Top of Provided data

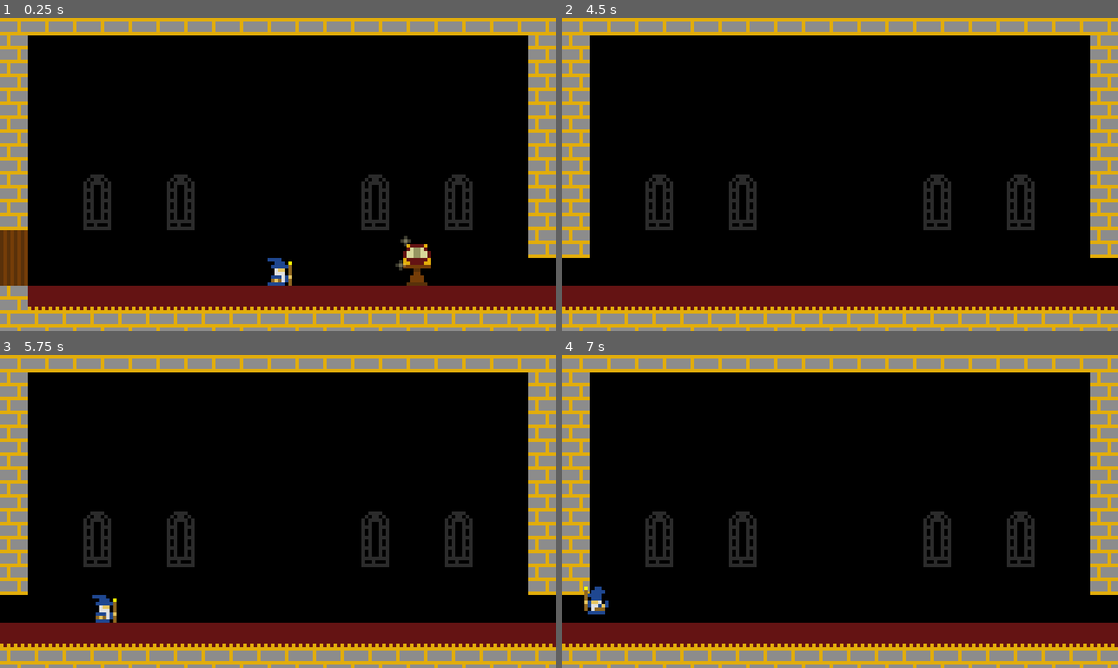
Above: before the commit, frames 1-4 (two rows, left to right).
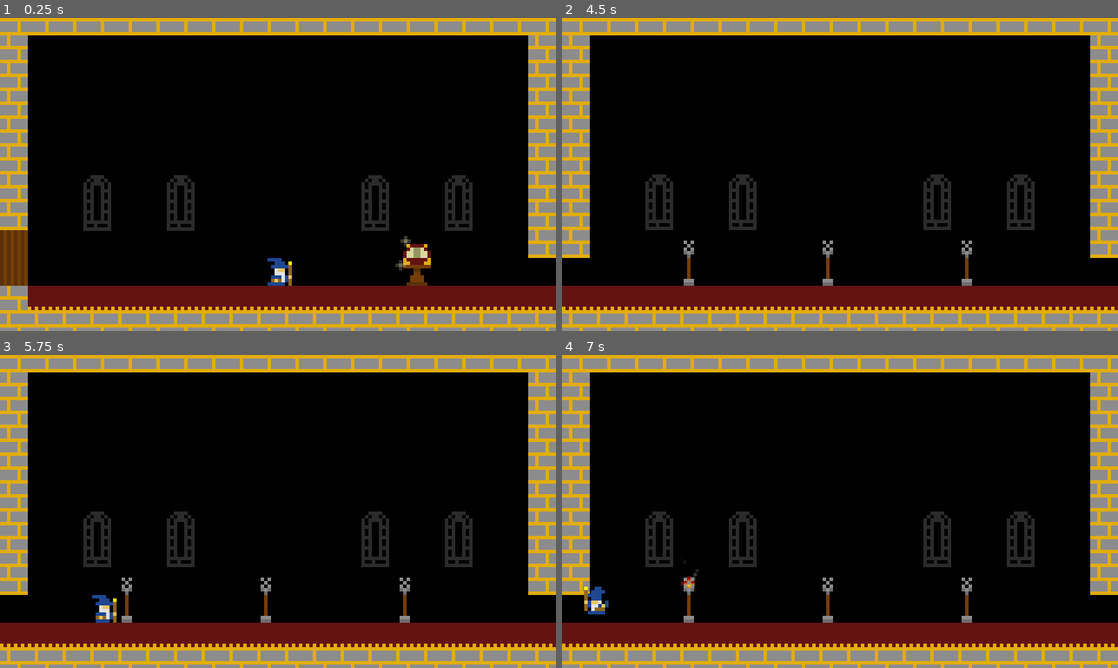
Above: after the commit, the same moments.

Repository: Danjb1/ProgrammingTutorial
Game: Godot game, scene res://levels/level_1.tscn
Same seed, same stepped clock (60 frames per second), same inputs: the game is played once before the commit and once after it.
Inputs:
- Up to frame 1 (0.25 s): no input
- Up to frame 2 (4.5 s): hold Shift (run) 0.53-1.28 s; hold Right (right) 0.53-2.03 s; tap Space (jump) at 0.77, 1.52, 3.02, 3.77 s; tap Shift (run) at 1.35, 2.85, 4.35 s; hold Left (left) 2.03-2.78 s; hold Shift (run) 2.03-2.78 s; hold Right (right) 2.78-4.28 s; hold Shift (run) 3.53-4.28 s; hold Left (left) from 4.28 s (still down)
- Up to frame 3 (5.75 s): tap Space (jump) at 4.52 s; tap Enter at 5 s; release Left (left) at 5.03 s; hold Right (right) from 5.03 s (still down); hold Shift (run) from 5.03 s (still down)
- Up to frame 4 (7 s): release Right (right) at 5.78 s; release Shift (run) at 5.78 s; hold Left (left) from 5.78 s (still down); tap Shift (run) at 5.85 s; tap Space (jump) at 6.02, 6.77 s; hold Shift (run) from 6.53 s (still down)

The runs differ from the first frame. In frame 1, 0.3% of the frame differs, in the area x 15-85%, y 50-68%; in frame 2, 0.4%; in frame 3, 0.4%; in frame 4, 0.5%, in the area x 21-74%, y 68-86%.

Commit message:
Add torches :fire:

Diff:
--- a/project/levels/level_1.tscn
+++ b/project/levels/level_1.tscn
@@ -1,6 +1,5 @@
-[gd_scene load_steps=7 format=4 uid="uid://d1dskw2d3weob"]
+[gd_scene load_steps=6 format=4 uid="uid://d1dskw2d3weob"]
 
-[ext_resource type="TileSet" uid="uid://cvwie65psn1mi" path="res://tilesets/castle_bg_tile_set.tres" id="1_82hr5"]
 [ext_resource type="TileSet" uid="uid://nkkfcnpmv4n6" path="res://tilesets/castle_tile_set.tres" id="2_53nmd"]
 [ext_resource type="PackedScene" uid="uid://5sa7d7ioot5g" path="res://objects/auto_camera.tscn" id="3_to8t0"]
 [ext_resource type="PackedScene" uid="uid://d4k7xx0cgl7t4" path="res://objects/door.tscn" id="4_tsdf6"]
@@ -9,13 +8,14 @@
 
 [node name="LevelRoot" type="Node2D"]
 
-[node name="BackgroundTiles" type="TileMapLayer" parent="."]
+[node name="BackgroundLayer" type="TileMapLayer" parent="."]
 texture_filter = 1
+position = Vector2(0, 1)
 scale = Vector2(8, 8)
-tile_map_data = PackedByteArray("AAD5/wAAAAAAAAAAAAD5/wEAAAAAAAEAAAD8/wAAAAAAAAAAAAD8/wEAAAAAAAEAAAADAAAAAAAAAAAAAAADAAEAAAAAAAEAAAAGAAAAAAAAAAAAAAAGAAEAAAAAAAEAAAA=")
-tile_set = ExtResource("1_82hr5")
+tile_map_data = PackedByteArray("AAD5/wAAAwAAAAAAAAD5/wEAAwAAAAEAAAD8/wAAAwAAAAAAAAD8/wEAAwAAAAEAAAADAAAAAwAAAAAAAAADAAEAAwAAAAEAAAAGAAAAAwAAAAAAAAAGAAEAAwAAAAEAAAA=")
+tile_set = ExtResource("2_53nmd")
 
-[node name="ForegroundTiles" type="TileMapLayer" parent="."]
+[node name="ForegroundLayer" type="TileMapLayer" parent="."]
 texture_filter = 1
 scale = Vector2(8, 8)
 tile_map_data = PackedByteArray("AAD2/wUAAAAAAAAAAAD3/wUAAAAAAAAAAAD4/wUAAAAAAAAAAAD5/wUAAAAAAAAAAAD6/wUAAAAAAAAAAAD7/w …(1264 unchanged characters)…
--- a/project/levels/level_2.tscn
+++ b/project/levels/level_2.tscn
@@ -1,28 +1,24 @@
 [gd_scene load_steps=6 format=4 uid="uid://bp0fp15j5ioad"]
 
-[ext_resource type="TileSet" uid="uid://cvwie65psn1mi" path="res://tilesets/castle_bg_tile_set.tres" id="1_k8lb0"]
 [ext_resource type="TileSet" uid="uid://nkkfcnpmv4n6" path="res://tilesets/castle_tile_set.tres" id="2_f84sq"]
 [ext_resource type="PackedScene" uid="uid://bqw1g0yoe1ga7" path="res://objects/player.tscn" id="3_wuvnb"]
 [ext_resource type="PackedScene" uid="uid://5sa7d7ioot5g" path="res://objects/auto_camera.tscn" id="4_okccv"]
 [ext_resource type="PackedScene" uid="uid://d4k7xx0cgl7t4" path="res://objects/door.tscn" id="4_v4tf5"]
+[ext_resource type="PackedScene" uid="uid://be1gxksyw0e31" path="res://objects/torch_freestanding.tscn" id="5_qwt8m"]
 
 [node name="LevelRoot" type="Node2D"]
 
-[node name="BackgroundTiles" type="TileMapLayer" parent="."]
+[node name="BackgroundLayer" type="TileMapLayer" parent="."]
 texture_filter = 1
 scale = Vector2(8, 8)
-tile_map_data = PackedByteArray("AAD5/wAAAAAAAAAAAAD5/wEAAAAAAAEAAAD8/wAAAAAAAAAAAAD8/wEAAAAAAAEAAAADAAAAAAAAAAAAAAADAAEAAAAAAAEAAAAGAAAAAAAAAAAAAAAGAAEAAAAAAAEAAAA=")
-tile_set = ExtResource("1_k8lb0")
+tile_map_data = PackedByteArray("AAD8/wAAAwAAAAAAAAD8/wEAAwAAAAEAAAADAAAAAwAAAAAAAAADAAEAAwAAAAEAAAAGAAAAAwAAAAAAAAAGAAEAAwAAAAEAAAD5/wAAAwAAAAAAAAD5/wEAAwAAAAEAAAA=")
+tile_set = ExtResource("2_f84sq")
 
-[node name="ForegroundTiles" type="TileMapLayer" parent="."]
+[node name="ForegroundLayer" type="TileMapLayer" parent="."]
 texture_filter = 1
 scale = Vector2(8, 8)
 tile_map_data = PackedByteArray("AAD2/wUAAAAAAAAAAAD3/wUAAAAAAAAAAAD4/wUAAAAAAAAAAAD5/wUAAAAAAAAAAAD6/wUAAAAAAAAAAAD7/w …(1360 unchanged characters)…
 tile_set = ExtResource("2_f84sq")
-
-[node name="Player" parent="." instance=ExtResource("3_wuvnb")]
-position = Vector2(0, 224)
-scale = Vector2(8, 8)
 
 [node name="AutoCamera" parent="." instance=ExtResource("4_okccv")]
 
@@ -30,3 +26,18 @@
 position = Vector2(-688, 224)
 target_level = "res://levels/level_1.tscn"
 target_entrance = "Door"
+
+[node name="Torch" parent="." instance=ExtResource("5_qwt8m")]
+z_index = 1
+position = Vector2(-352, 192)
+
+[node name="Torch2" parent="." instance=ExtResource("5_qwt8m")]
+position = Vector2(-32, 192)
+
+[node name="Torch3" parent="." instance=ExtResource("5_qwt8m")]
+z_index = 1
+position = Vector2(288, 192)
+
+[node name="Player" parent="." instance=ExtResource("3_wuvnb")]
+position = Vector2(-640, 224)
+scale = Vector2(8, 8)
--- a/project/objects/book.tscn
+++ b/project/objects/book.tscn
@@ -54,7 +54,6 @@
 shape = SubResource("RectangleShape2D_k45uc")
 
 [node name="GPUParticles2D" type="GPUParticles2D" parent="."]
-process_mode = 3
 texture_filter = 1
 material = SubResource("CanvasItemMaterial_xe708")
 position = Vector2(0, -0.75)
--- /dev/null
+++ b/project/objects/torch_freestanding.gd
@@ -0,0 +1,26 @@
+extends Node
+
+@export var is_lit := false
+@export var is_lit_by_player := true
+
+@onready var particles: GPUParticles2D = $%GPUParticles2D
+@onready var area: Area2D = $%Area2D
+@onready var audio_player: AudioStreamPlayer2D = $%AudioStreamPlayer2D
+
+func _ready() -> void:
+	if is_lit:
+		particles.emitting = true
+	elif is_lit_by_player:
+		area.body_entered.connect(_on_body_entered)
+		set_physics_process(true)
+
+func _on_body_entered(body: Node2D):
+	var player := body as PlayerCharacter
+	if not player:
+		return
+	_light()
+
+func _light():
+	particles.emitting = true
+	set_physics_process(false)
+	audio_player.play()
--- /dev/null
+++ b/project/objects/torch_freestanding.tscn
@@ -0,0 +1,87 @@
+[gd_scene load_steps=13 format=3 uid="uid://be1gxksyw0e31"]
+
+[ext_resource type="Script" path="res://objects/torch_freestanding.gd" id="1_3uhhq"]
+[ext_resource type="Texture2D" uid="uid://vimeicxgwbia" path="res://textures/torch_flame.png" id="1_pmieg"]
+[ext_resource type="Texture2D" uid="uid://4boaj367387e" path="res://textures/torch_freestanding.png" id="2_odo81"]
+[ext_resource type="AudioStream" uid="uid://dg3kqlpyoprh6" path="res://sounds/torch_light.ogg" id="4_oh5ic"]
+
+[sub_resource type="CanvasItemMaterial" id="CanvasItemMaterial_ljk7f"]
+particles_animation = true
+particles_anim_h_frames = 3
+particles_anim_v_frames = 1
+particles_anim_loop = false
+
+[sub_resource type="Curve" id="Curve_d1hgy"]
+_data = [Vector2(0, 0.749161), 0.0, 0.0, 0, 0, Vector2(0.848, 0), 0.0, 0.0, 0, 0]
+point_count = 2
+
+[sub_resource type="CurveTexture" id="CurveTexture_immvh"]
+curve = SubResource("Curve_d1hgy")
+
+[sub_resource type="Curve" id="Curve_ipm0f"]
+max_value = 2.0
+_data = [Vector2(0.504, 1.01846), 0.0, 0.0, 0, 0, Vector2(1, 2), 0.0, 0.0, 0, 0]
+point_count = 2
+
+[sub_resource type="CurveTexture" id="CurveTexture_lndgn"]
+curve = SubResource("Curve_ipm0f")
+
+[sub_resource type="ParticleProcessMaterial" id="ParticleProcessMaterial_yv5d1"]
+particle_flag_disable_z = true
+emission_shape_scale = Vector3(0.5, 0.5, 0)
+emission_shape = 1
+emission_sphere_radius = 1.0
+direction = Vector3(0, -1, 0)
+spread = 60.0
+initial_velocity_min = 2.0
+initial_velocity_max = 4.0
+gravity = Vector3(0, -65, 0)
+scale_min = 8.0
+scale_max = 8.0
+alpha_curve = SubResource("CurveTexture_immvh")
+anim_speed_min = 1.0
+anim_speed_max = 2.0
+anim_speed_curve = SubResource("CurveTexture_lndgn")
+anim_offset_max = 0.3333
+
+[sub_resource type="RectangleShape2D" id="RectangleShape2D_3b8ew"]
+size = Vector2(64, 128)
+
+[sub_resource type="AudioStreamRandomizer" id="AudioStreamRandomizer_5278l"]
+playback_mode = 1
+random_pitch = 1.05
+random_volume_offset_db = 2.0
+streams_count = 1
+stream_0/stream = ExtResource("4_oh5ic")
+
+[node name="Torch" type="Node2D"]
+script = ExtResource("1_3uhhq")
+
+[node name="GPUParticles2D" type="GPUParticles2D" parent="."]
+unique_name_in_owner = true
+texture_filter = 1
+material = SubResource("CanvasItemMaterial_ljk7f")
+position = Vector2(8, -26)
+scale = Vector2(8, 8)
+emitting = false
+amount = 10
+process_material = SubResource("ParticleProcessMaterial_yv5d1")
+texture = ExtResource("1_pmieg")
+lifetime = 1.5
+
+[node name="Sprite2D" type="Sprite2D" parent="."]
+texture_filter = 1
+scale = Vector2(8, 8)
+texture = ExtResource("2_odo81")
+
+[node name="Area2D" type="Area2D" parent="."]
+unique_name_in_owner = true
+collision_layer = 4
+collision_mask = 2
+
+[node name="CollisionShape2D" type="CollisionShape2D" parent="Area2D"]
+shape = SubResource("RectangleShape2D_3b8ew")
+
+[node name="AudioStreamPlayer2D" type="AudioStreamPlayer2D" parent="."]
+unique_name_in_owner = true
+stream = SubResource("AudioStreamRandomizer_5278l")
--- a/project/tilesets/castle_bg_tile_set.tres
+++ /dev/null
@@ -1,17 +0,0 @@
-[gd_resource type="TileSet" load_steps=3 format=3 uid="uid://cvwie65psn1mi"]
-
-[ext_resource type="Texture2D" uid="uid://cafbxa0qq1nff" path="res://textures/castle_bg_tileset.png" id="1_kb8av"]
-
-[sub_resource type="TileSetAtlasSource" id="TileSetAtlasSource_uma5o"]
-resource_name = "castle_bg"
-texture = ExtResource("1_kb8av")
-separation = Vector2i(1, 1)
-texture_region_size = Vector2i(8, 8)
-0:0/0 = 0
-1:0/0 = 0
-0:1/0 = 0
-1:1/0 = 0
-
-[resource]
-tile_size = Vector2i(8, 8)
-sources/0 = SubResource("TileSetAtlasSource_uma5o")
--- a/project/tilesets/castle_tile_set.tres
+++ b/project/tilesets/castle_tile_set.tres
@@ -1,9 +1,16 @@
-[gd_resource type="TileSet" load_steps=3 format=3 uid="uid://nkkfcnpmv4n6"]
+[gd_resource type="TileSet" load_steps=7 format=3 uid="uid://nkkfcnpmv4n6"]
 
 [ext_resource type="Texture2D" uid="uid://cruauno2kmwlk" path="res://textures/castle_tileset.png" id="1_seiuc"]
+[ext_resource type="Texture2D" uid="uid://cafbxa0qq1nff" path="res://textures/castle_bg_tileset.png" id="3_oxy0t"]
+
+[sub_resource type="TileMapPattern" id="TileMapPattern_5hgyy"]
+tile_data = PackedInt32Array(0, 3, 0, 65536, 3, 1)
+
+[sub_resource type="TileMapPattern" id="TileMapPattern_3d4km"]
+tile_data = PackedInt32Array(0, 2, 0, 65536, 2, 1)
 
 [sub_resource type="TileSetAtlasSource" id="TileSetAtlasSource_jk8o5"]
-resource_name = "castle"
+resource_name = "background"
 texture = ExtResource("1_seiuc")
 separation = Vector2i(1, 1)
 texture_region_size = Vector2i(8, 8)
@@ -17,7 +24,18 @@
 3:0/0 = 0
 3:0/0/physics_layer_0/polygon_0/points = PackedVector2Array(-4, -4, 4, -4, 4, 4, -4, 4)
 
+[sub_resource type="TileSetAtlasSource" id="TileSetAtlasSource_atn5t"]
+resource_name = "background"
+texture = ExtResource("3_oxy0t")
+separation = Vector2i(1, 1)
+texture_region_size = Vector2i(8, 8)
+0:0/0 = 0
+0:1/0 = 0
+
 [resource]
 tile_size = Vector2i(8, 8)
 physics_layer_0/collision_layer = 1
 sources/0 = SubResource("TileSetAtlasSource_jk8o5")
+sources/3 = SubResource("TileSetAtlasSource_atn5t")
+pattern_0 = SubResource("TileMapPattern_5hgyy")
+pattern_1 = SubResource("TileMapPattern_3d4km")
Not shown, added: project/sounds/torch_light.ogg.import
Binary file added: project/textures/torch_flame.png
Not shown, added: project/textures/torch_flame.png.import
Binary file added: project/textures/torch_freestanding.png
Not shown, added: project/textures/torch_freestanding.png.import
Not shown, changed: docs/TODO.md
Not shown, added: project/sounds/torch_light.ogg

Bottom of Provided data
Top of Provided data

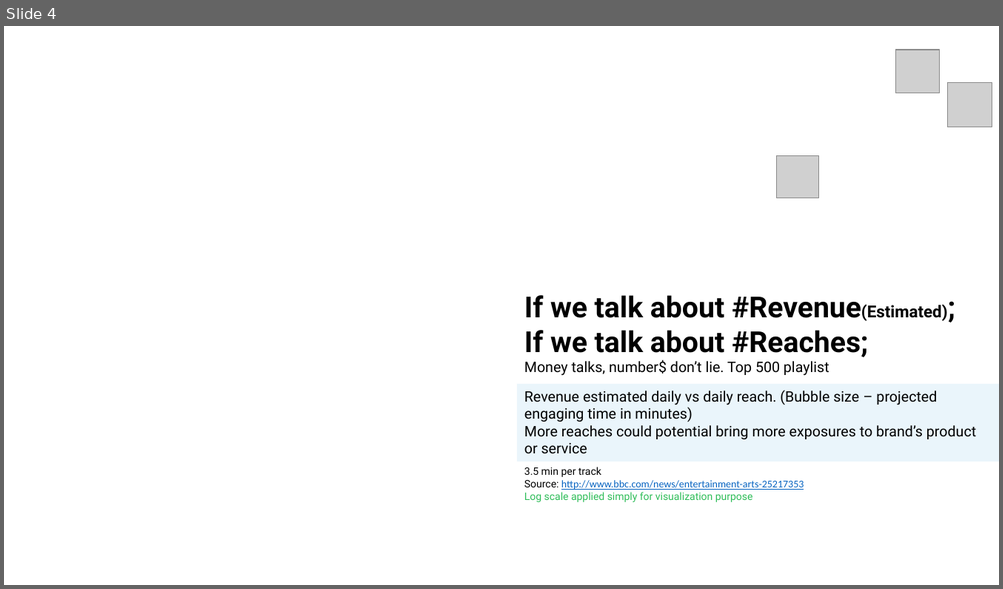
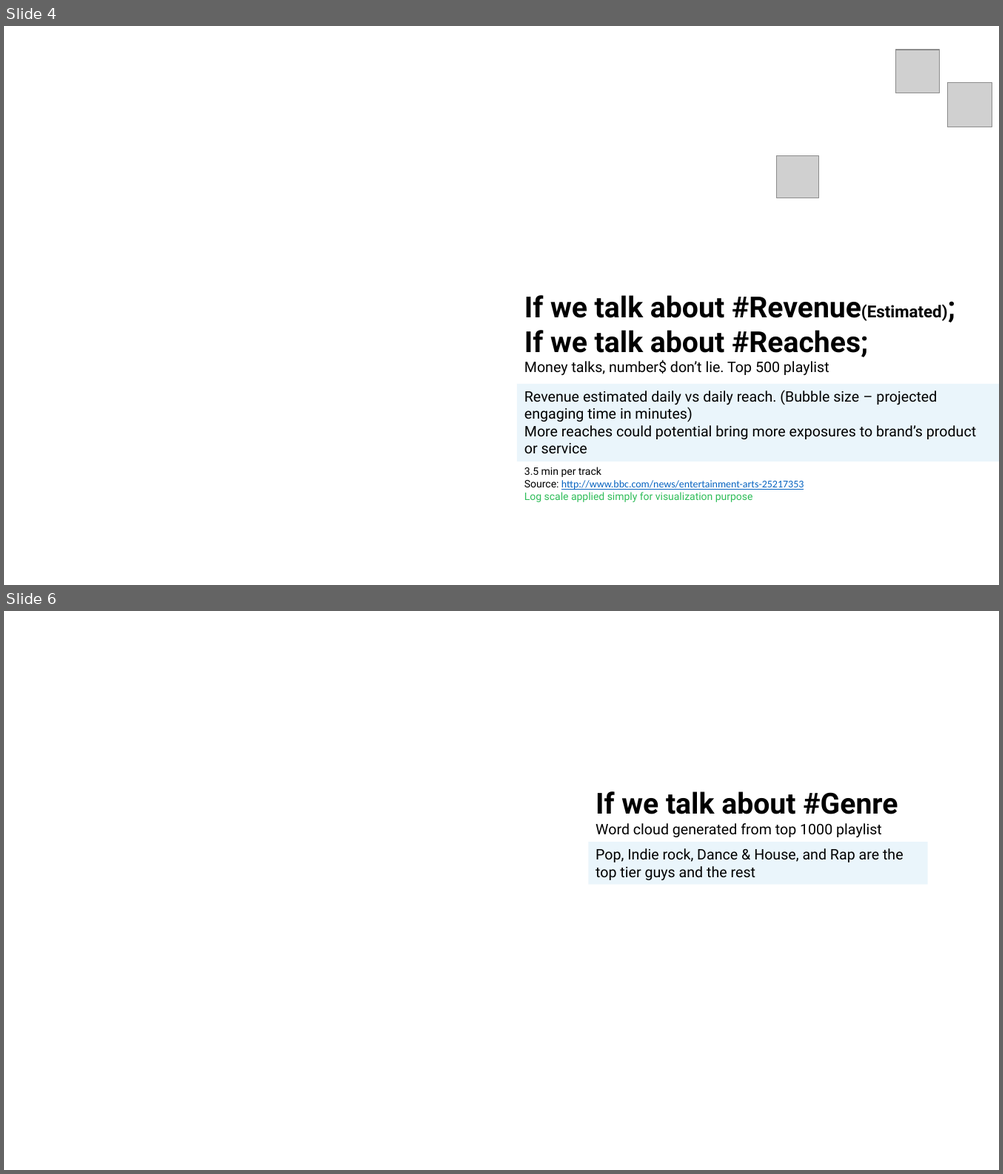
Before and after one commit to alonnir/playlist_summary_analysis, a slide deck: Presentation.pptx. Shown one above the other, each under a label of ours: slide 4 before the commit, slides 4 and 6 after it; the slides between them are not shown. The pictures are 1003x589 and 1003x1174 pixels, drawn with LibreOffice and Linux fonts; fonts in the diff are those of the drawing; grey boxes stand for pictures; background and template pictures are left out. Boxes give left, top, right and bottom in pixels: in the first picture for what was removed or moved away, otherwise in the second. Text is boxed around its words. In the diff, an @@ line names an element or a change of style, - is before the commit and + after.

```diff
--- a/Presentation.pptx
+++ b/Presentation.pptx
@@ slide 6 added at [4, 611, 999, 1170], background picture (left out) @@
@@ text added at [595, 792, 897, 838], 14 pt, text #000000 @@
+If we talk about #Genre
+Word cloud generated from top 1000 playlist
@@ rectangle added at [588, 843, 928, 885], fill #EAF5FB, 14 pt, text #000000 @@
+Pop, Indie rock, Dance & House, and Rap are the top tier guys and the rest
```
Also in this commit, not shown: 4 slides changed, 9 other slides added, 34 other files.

Bottom of Provided data
Top of Provided data

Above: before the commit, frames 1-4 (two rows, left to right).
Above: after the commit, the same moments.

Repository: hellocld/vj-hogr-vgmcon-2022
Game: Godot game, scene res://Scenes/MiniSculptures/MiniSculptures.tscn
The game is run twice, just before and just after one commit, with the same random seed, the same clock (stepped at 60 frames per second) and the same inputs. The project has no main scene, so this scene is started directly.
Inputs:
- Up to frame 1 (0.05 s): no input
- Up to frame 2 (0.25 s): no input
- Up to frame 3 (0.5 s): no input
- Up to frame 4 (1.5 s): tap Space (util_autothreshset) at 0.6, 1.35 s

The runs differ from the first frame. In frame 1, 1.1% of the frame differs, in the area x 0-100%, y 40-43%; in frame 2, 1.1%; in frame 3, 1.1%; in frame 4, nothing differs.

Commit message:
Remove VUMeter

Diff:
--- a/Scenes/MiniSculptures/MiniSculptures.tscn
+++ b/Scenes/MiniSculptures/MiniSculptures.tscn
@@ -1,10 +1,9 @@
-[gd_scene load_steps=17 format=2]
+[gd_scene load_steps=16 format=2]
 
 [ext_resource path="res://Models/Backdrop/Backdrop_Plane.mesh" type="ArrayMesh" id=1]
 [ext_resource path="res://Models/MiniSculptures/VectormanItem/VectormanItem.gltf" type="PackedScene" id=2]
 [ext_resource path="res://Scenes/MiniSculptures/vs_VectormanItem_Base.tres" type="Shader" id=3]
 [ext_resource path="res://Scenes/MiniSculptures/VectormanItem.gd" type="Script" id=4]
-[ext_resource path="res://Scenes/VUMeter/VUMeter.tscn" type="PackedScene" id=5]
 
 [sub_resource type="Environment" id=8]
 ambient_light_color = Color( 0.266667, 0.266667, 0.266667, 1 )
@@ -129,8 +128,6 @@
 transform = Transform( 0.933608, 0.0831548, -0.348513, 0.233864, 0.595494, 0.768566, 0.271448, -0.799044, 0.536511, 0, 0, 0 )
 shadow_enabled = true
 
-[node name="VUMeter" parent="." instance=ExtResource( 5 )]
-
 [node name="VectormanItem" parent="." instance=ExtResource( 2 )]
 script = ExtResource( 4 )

Bottom of Provided data

Activity:
Identify the lines of the data that contain the word "slides". Copy each of them.

Solution to the exercise:
Before and after one commit to alonnir/playlist_summary_analysis, a slide deck: Presentation.pptx. Shown one above the other, each under a label of ours: slide 4 before the commit, slides 4 and 6 after it; the slides between them are not shown. The pictures are 1003x589 and 1003x1174 pixels, drawn with LibreOffice and Linux fonts; fonts in the diff are those of the drawing; grey boxes stand for pictures; background and template pictures are left out. Boxes give left, top, right and bottom in pixels: in the first picture for what was removed or moved away, otherwise in the second. Text is boxed around its words. In the diff, an @@ line names an element or a change of style, - is before the commit and + after.
Also in this commit, not shown: 4 slides changed, 9 other slides added, 34 other files.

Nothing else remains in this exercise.